Recuerdo estar en la cama los dos después de un espléndido día de entrenamiento, todavía con los ojos brillantes del recuerdo de lo que había vivido. Bajo la colcha, me ponía a hablar, a explicarle lo que había hecho y visto durante el entrenamiento, viviéndolo, susurrando cuando quería mostrar mi miedo o gritando de alegría y levantándome de la cama para mostrar mi excitación:

—Al llegar a lo alto del puerto, el cuadro era precioso. Delante de mí, el sol despuntaba desde la espalda de las agujas y empezaba a calentarme la cara, alumbrando al mismo tiempo las escarpas de nieve que acababa de ascender. Entonces, como me encontraba bien, me he dicho: ¿por qué no subo los canales situados a la derecha de la aguja negra? He empezado a subir y me encontraba muy bien, iba corriendo durante todo el ascenso. Hoy debería haber habido una carrera: ¡me hubiera encontrado muy bien!

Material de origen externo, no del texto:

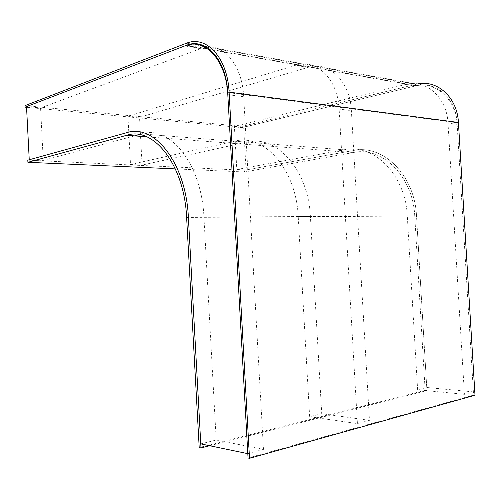 <?xml version="1.0" encoding="UTF-8"?>
<svg xmlns="http://www.w3.org/2000/svg" width="500" height="500" viewBox="0 0 500 500"><rect width="100%" height="100%" fill="white"/><g stroke="black" fill="none" stroke-linecap="round" stroke-linejoin="round"><path stroke-width="0.38" stroke-dasharray="2.5 1.88" d="M448.013 123.156C446.887 97.356 426.188 79.25 406.188 84.319L234.394 126.356L236.8 169.519L344.019 149.8C373.075 143.075 405.469 174.075 407.287 215.912L417.631 389.762L464.425 394.331L448.013 123.156L457.137 124.338C456.031 98.888 435.419 80.981 415.462 85.944L405.344 84.513M234.394 126.356L243.669 127.238L414.625 86.137M457.137 124.338L473.387 391.881L464.425 394.331M473.387 391.881L426.756 387.488L417.631 389.762M426.756 387.488L416.506 215.856C414.712 174.562 382.413 143.925 353.369 150.531L246.062 169.956L236.8 169.519M246.062 169.956L243.669 127.238M134.481 135.881L43.269 160.419L40.562 107.938L200.487 48.656L205.331 47.356M206.575 47.181C224.775 44.387 242.331 66.4 243.694 96.719L263.469 449.375L216.213 440.031L203.938 217.125C201.619 163.331 169.262 124.594 141.769 133.925L139.231 134.606M263.469 449.375L247.812 453.663M26.519 106.606L40.562 107.938M29.244 159.756L43.269 160.419M200.763 443.881L216.213 440.031M307.794 67.438L308.637 67.2C328.825 60.981 350.106 81.169 351.381 110.656L369.469 420.344L321.719 413.7L310.4 216.488C308.337 168.969 275.462 134.231 246.7 142.162L142.094 165.069L139.531 117.344L307.794 67.438L295.519 65.287L296.363 65.044C316.531 58.669 337.844 79.119 339.137 109.069L351.381 110.656M369.469 420.344L357.431 423.638L339.137 109.069M295.519 65.287L127.931 116.244L139.531 117.344M127.931 116.244L130.519 164.519L142.094 165.069M130.519 164.519L234.587 141.213C263.25 133.119 296.125 168.325 298.219 216.562L309.65 416.712L321.719 413.7M309.65 416.712L357.431 423.638M248.05 458L473.581 395.1L457.044 122.75C455.975 98.15 436.05 80.838 416.706 85.644L242.019 127.638L26.556 107.3M473.581 395.1L475 395.238M242.019 127.638L241.95 126.406L417.606 83.919M25 105.631L241.95 126.406M186.625 217.431L414.744 216.025L425.15 390.375L199.206 447.556M414.744 216.025C413.006 175.981 381.725 146.175 353.488 152.519L146.769 136.819M425.15 390.375L426.938 390.55L209.662 445.731M426.938 390.55L416.506 215.856C414.712 174.562 382.413 143.925 353.369 150.531L244.406 170.256L244.5 171.981L353.488 152.519M175.369 168.894L244.5 171.981M27.794 160.162L244.406 170.256M203.938 217.125L407.287 215.912M141.769 133.925L344.019 149.8M227.806 94.663L243.694 96.719M200.487 48.656L184.775 45.906M234.587 141.213L246.7 142.162M298.219 216.562L310.4 216.488M186.088 45.444L415.894 85.831M227.688 92.531L457.044 122.75M415.8 84.306L185.906 43.419M415.462 85.944L406.188 84.319M185.594 45.606L201.312 48.362M296.363 65.044L308.637 67.2M186.981 45.169L416.706 85.644M186.825 43.081L416.737 84.094"/><path stroke-width="0.75" d="M205.331 47.356L206.575 47.181M139.231 134.606L134.481 135.881M247.812 453.663L227.806 94.663C226.337 60.462 205.175 37.775 185.594 45.606L26.519 106.606L29.244 159.756L126.587 132.731C153.812 123.188 186 162.506 188.363 217.213L200.763 443.881L247.812 453.663M26.556 107.3L25.081 107.156L186.819 45.138C205.819 37.556 226.275 59.481 227.688 92.531L248.05 458L249.513 458.312L475 395.238L458.431 122.481L229.094 92.119L249.513 458.312M417.606 83.919C437.344 79.612 457.325 97.45 458.431 122.481M25.081 107.156L25 105.631L186.825 43.081C206.456 35.256 227.625 57.912 229.094 92.119M199.206 447.556L186.625 217.431C184.344 164.425 153.206 126.156 126.719 135.294L27.906 162.306L27.794 160.162L126.587 132.731C153.812 123.188 186 162.506 188.363 217.213L200.987 447.938L199.206 447.556M209.662 445.731L200.987 447.938M27.906 162.306L175.369 168.894M146.769 136.819L126.719 135.294"/></g></svg>

Pues he empezado a subir y me he quitado los esquís para poder seguir, porque la parte final era muy inclinada. Total, ¡que las vistas eran increíbles! Se ven incluso los lagos; se ve la casa abajo, muy pequeña… Y la bajada, ¡qué bajada! ¡Qué nieve!

Ella me escuchaba en silencio, impregnándose de la historia que le estaba contando con pelos y señales y cobijada bajo la colcha me mirada con una gran sonrisa. Hasta que terminaba mi extensa explicación y le pedía por su excursión.

—Bien —me decía simplemente.

—¿Cómo que bien? —le preguntaba, asombrado—. Es imposible que no tengas nada que explicar con el espectacular día que ha hecho. ¿Cómo te has encontrado? ¿Qué has visto? —insistía, y ella me contestaba, segura:

—Lo podrás explicar, y la gente podrá ver lo que han visto tus ojos. Podrás hacer fotografías y podrán escuchar cómo silban los pájaros o cómo la nieve mece las ramas de los árboles. Podrás escribirlo y podrán incluso sentir el viento en la cara o el olor a tierra mojada. Pero nunca podrás lograr que sientan la emoción que tú has sentido al estar presente. No podrás conseguir que sus ojos lloren como han hecho los tuyos o que su corazón palpite como ha hecho el tuyo.

Y sonriendo, se daba la vuelta y se ponía a dormir, dejándome con un palmo de narices.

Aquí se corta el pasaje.